Required work: Nothing but the text of the records should come back; copy it exactly and leave the pictures out.

^^^^^^^^

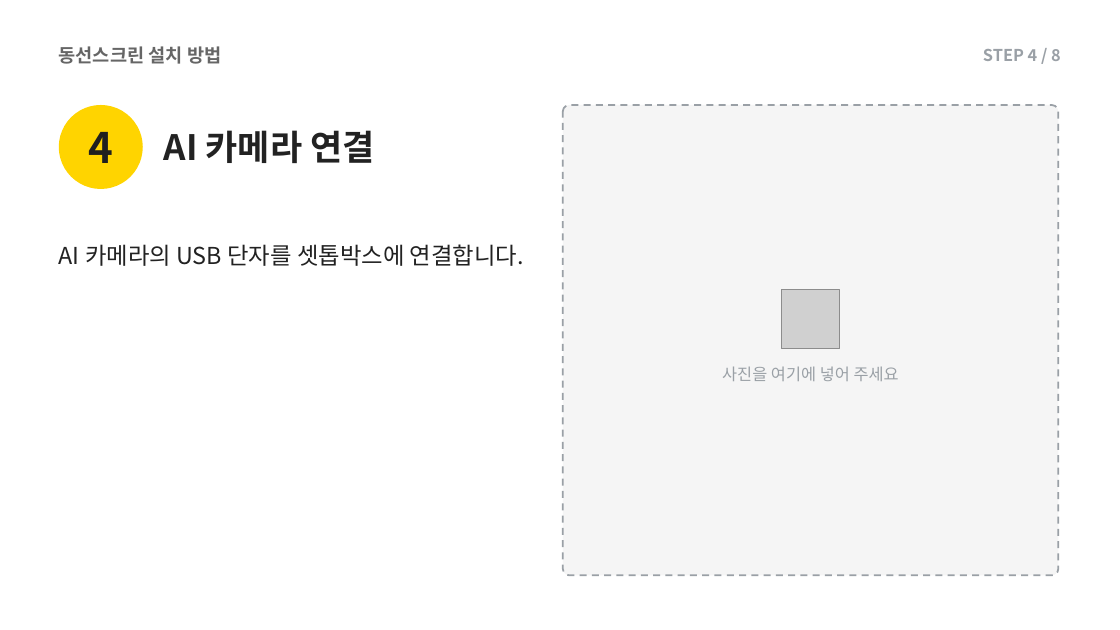
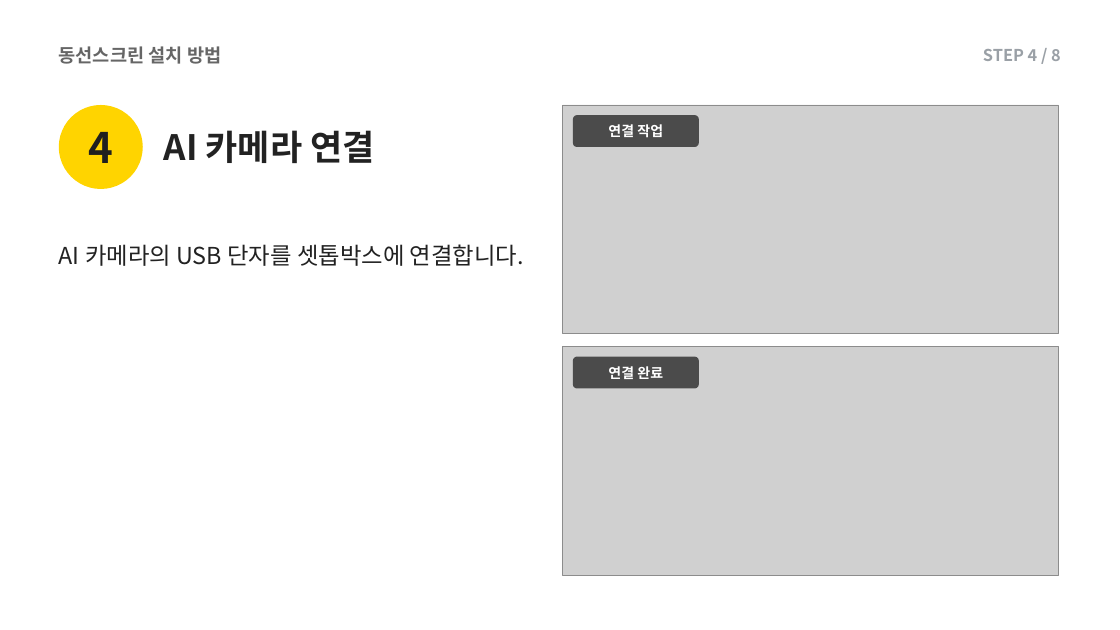
Before and after one commit to alsdn2947/ars, a slide deck: slide 7 of 이마트_AI카메라_설치매뉴얼.pptx. Drawn at 1120x630 pixels with LibreOffice and Linux fonts; fonts in the diff are those of the drawing; grey boxes stand for pictures. Boxes give left, top, right and bottom in pixels: in the first picture for what was removed or moved away, otherwise in the second. Text is boxed around its words. In the diff, an @@ line names an element or a change of style, - is before the commit and + after.

```diff
--- a/이마트_AI카메라_설치매뉴얼.pptx
+++ b/이마트_AI카메라_설치매뉴얼.pptx
@@ rounded rectangle removed at [563, 105, 1059, 576] @@
@@ picture added at [563, 105, 1059, 334] @@
@@ rounded rectangle added at [573, 115, 699, 147], fill #1F1F1F at 75% opacity @@
@@ text added at [608, 124, 663, 138], 12 pt, text #FFFFFF, bold @@
+연결 작업
@@ picture removed at [781, 290, 840, 349] @@
@@ picture added at [563, 346, 1059, 576] @@
@@ rounded rectangle added at [573, 357, 699, 389], fill #1F1F1F at 75% opacity @@
@@ text added at [608, 366, 663, 379], 12 pt, text #FFFFFF, bold @@
+연결 완료
@@ text removed at [722, 366, 899, 381] @@
-사진을 여기에 넣어 주세요
```
Also in this commit, not shown: 6 other slides changed.

^^^^^^^^

Solution to this exercise:
Before and after one commit to alsdn2947/ars, a slide deck: slide 7 of 이마트_AI카메라_설치매뉴얼.pptx. Drawn at 1120x630 pixels with LibreOffice and Linux fonts; fonts in the diff are those of the drawing; grey boxes stand for pictures. Boxes give left, top, right and bottom in pixels: in the first picture for what was removed or moved away, otherwise in the second. Text is boxed around its words. In the diff, an @@ line names an element or a change of style, - is before the commit and + after.

```diff
--- a/이마트_AI카메라_설치매뉴얼.pptx
+++ b/이마트_AI카메라_설치매뉴얼.pptx
@@ rounded rectangle removed at [563, 105, 1059, 576] @@
@@ picture added at [563, 105, 1059, 334] @@
@@ rounded rectangle added at [573, 115, 699, 147], fill #1F1F1F at 75% opacity @@
@@ text added at [608, 124, 663, 138], 12 pt, text #FFFFFF, bold @@
+연결 작업
@@ picture removed at [781, 290, 840, 349] @@
@@ picture added at [563, 346, 1059, 576] @@
@@ rounded rectangle added at [573, 357, 699, 389], fill #1F1F1F at 75% opacity @@
@@ text added at [608, 366, 663, 379], 12 pt, text #FFFFFF, bold @@
+연결 완료
@@ text removed at [722, 366, 899, 381] @@
-사진을 여기에 넣어 주세요
```
Also in this commit, not shown: 6 other slides changed.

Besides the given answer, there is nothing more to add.